第17話「仕込み」

 統一暦一二〇五年四月二十三日。

 ゾルダート帝国西部シュヴァーン河中流域。イェフ・ハイドラー小隊長


 私がグライフトゥルム王国との国境シュヴァーン河を渡ったのは、五日前の四月十八日。目的はリッタートゥルム城への奇襲ルートの調査と、これまで作ってきた地図の精査だ。


 私たちの原隊、第二軍団第三師団第三連隊は、軍団長だったマクシミリアン殿下の命令を受け、昨年の夏からシュヴァーン河の中流域で渡河可能な場所の調査と、王国軍を引き付けるための活動を行っていた。


 冬頃まで調査を行ったが、結局リッタートゥルム城周辺しか渡河ができる場所は見つからなかった。そのため、奇襲作戦の検討が任務となり、城の南側の岩山の地図を作り始めた。


 その後、マクシミリアン殿下が帝都に召喚されたが、新たな命令はなく、王国への侵入を繰り返した。

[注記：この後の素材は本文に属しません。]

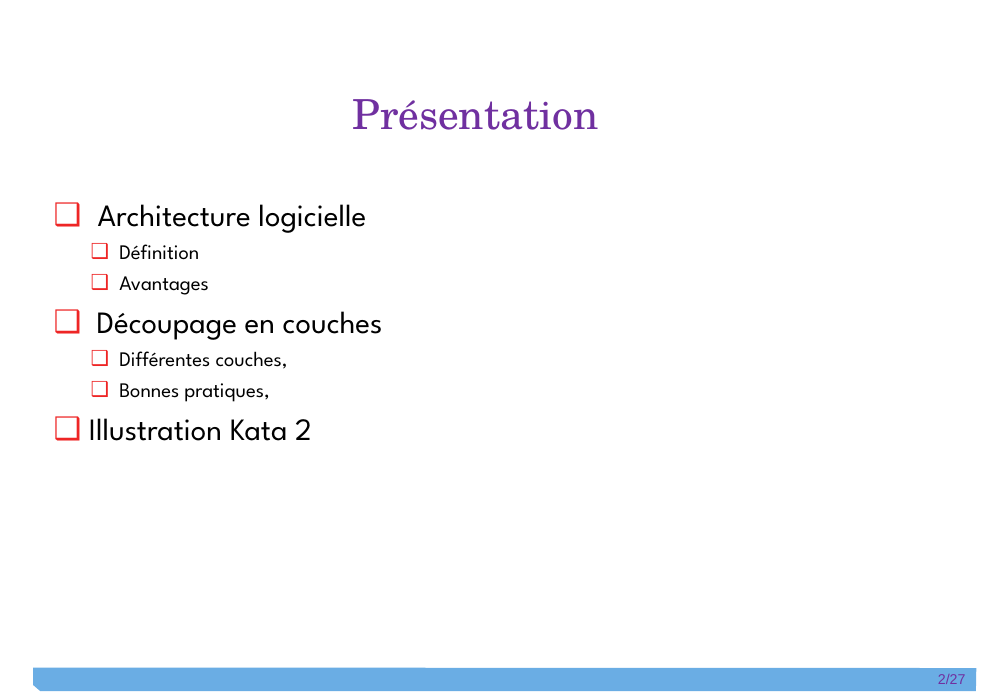
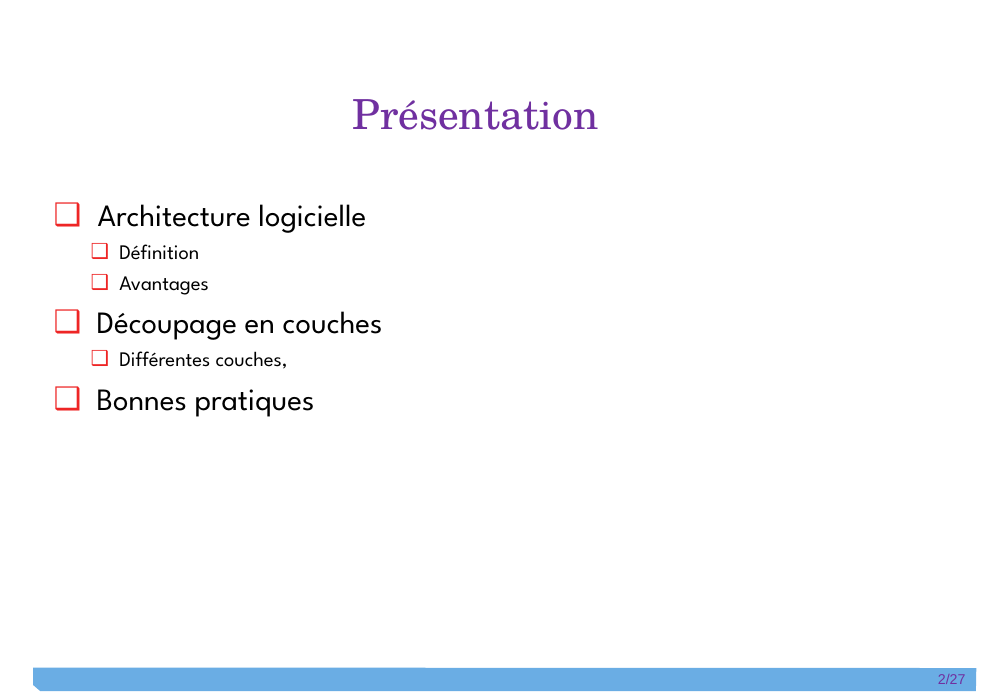
Before and after one commit to git-wylson/kata2, a slide deck: slide 2 of Wylson_Dibinga_Diapo.pptx. Drawn at 1008x698 pixels with LibreOffice and Linux fonts; fonts in the diff are those of the drawing. Boxes give left, top, right and bottom in pixels: in the first picture for what was removed or moved away, otherwise in the second. Text is boxed around its words. In the diff, an @@ line names an element or a change of style, - is before the commit and + after.

```diff
--- a/Wylson_Dibinga_Diapo.pptx
+++ b/Wylson_Dibinga_Diapo.pptx
@@ text at box(97, 389, 315, 417): text changed @@
-❑ Bonnes pratiques,
-❑ Illustration Kata 2
+❑ Bonnes pratiques
```
Also in this commit, not shown: 4 other slides changed, 2 slides added, 1 slide removed, 10 other files.

 三月下旬に新たに軍団長に就任されたゴットフリート殿下からの帰還命令を受け、連隊は帝国中部のエーデルシュタイン方面に移動しているが、我々偵察中隊は連隊が残っているように見せかけつつ、敵を牽制するという任務が新たに与えられた。


 牽制と言っても我々偵察中隊は百名程度しかおらず、シュヴァーン河も敵の水軍が厳重に警戒していることから、王国側に潜入することで、リッタートゥルム城にいる王国軍に圧力をかけることくらいしかできない。


 そのため、小隊単位で城から離れた場所で渡河し、城に接近して痕跡を残すという方法を採っていた。また、それだけではもったいないということで、これまで作った地図を更新する作業も行っていた。

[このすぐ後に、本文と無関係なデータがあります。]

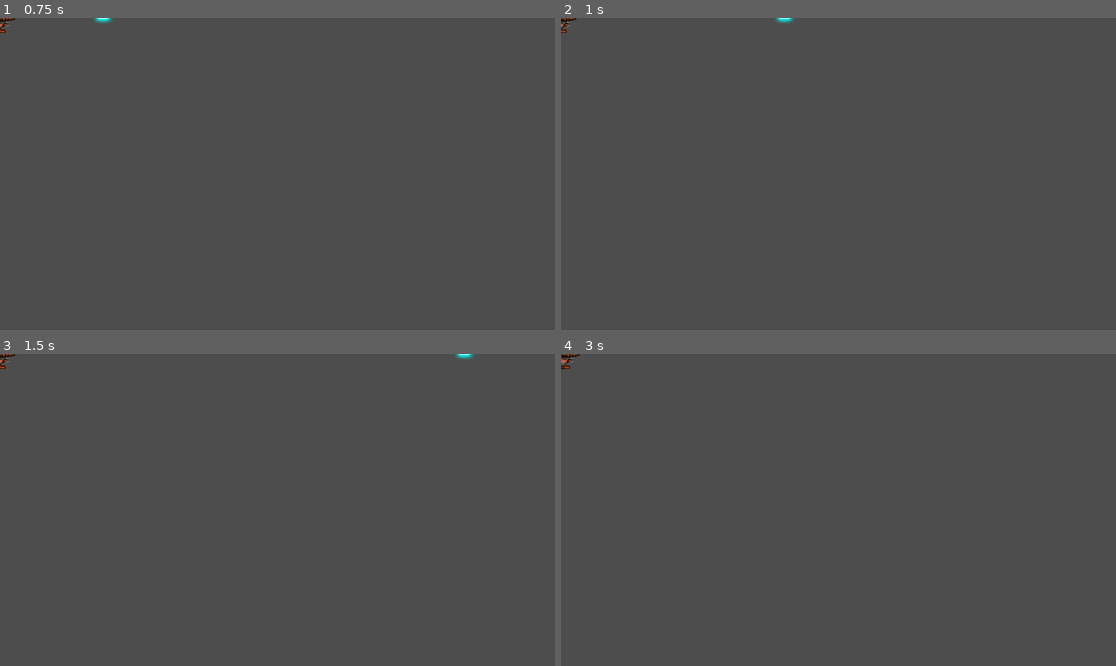
Above: before the commit, frames 1-4 (two rows, left to right).
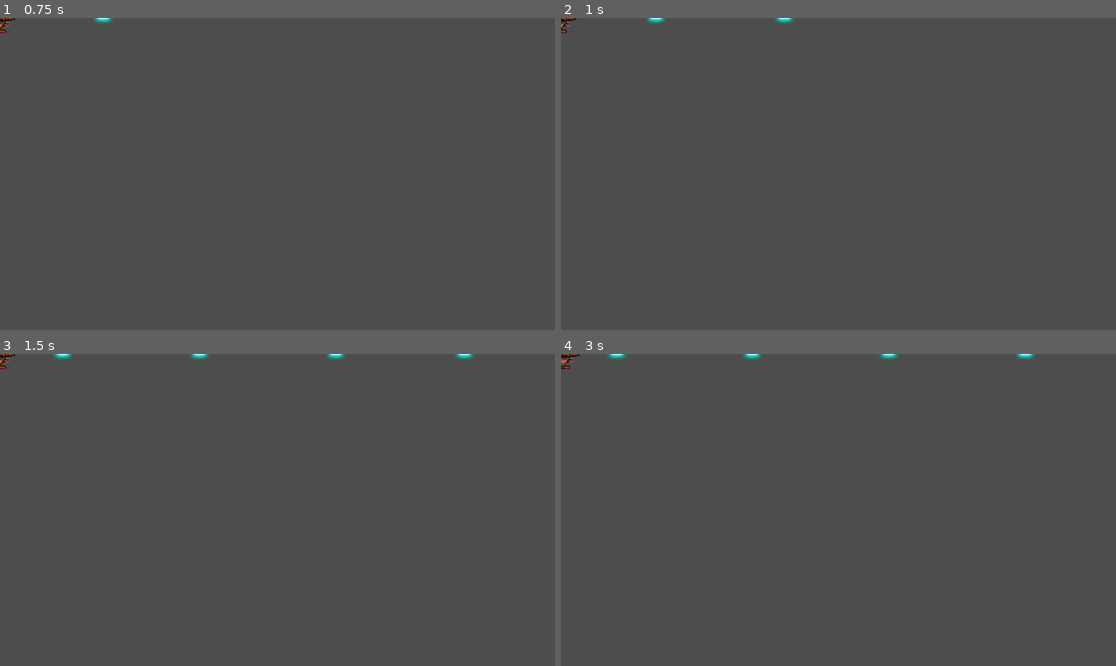
Above: after the commit, the same moments.

Repository: zenoplex/space-rocks
Game: Godot game, scene res://player/player.tscn
Same seed, same stepped clock (60 frames per second), same inputs: the game is played once before the commit and once after it. The project has no main scene, so this scene is started directly.
Inputs:
- Up to frame 1 (0.75 s): tap Enter at 0.5 s; hold D (rotate_right) from 0.53 s (still down); hold Space (shoot) from 0.53 s (still down)
- Up to frame 2 (1 s): keep holding D (rotate_right); keep holding Space (shoot)
- Up to frame 3 (1.5 s): release D (rotate_right) at 1.28 s; release Space (shoot) at 1.28 s; hold A (rotate_left) from 1.28 s (still down); tap Space (shoot) at 1.35 s
- Up to frame 4 (3 s): tap Enter at 2 s; release A (rotate_left) at 2.03 s; hold D (rotate_right) 2.03-2.78 s; hold Space (shoot) 2.03-2.78 s; hold W (thrust) from 2.78 s (still down); tap Space (shoot) at 2.85 s

Frame 1 is identical in both runs. In frame 2, less than 0.1% of the frame differs, in the area x 15-19%, y 0-2%; in frame 3, 0.1%; in frame 4, 0.2%, in the area x 8-86%, y 0-2%.

Commit message:
feat: Add gun cooldown functionality

Diff:
--- a/player/player.gd
+++ b/player/player.gd
@@ -74,3 +74,6 @@
 	transform2d.origin.x = wrap(transform2d.origin.x, -half_size.x , screensize.x + half_size.x)
 	transform2d.origin.y = wrap(transform2d.origin.y, -half_size.y , screensize.y + half_size.y)
 	physics_state.transform = transform2d
+
+func _on_gun_cooldown_timer_timeout() -> void:
+	can_shoot = true
--- a/player/player.tscn
+++ b/player/player.tscn
@@ -10,6 +10,9 @@
 [node name="Player" type="RigidBody2D"]
 script = ExtResource("1_21n7p")
 bullet_scene = ExtResource("2_g6lr5")
+fire_rate = null
+engine_power = null
+spin_power = null
 
 [node name="Sprite2D" type="Sprite2D" parent="."]
 rotation = 1.5708
@@ -26,3 +29,5 @@
 [node name="GunCooldownTimer" type="Timer" parent="."]
 one_shot = true
 autostart = true
+
+[connection signal="timeout" from="GunCooldownTimer" to="." method="_on_gun_cooldown_timer_timeout"]

 我々第二小隊も何度か王国に潜入しており、五日前もいつも通りに潜入し、王国内で地図を作成しつつ、移動していた。


 王国の警戒部隊の行動範囲は分かっており、その圏外である大岩の陰で休息を摂っていた。もちろん油断することなく見張りを置き、警戒態勢は万全であったはずだ。

 しかし、私たちはいつの間にか包囲され、奇襲を受けた。


 それは突然のことだった。

 音もなく黒い影が視界の端に見えたかと思うと、周囲警戒していた三人の部下が悲鳴を上げ、血を噴き出して倒れた。


 それに驚く間もなく、漆黒の鎧を身にまとった様々な種族の獣人たちが私たちを取り囲まれる。

 何が起きたのか理解する前に若い男の声が響いた。


「帝国軍に告ぐ。死にたくなければ、武器を捨てて腹這いになり、両手を頭の上に乗せろ! 十秒だけ待ってやる」


 私を含め、小隊全員がその言葉が瞬時に理解できず、茫然と立ち尽くすことしかできない。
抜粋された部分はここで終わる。